**REQUIRED ACTION**. Each line of the data that includes the string "docs" is to be copied out.

*** EXTRACTED ENTRIES Section Begins ***

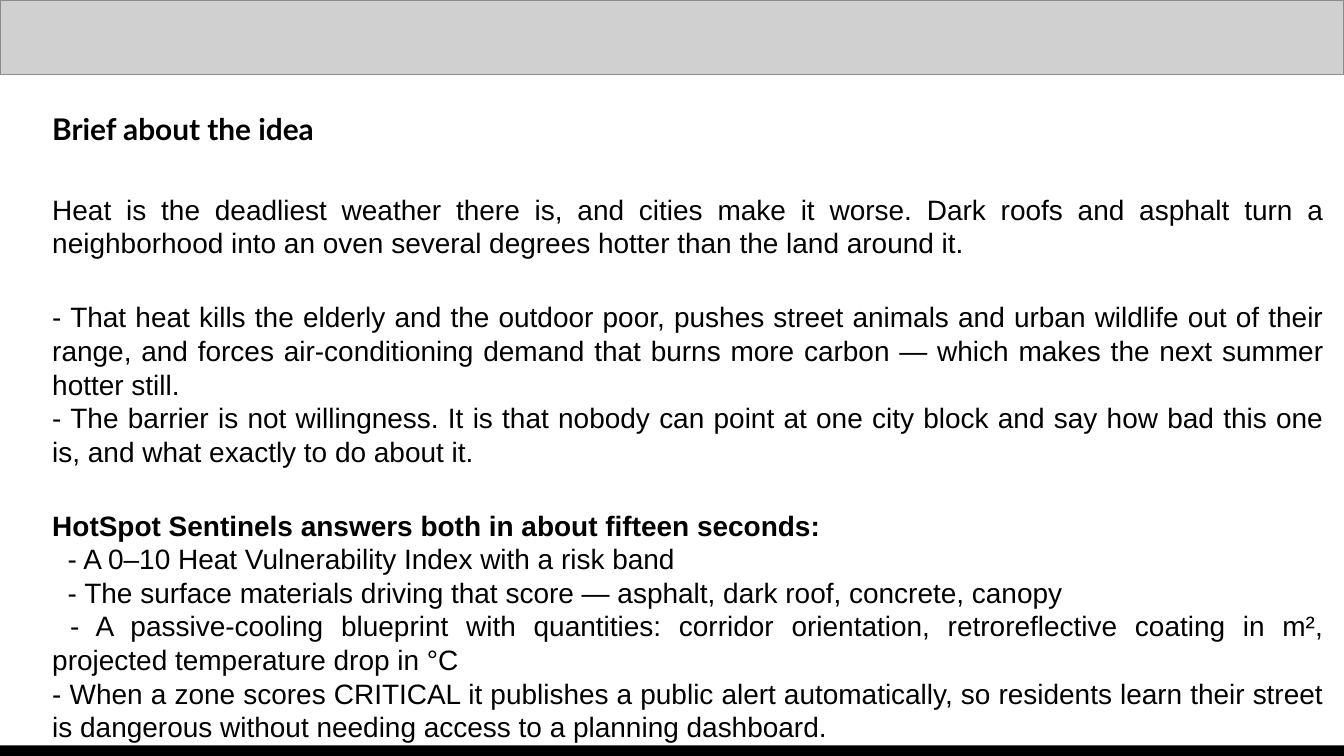
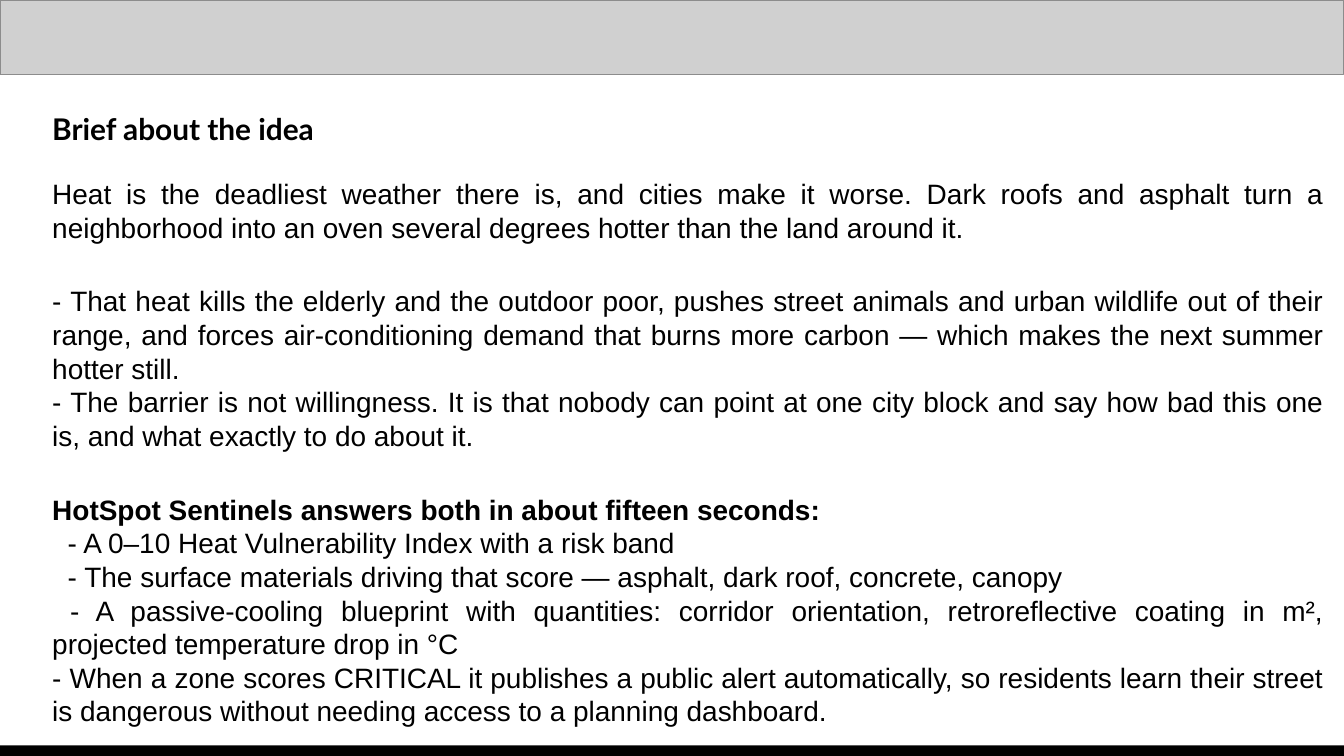
Before and after one commit to debabratahazra/hotspot-sentinels, a slide deck: slide 2 of docs/ppt/HotSpot_Sentinels_Submission.pptx. Drawn at 1344x756 pixels with LibreOffice and Linux fonts; fonts in the diff are those of the drawing; grey boxes stand for pictures. Boxes give left, top, right and bottom in pixels: in the first picture for what was removed or moved away, otherwise in the second. Text is boxed around its words. In the diff, an @@ line names an element or a change of style, - is before the commit and + after.

```diff
--- a/docs/ppt/HotSpot_Sentinels_Submission.pptx
+++ b/docs/ppt/HotSpot_Sentinels_Submission.pptx
@@ text "Heat is the deadliest weather ...": place and size @@
-text "Heat is the deadliest weather ..." at [52, 199, 1323, 709]
+text "Heat is the deadliest weather ..." at [52, 183, 1323, 693]
```
Also in this commit, not shown: 5 other slides changed, 1 other file.

*** EXTRACTED ENTRIES Section Ends ***

**REPLY TO THE TASK**.
Before and after one commit to debabratahazra/hotspot-sentinels, a slide deck: slide 2 of docs/ppt/HotSpot_Sentinels_Submission.pptx. Drawn at 1344x756 pixels with LibreOffice and Linux fonts; fonts in the diff are those of the drawing; grey boxes stand for pictures. Boxes give left, top, right and bottom in pixels: in the first picture for what was removed or moved away, otherwise in the second. Text is boxed around its words. In the diff, an @@ line names an element or a change of style, - is before the commit and + after.
--- a/docs/ppt/HotSpot_Sentinels_Submission.pptx
+++ b/docs/ppt/HotSpot_Sentinels_Submission.pptx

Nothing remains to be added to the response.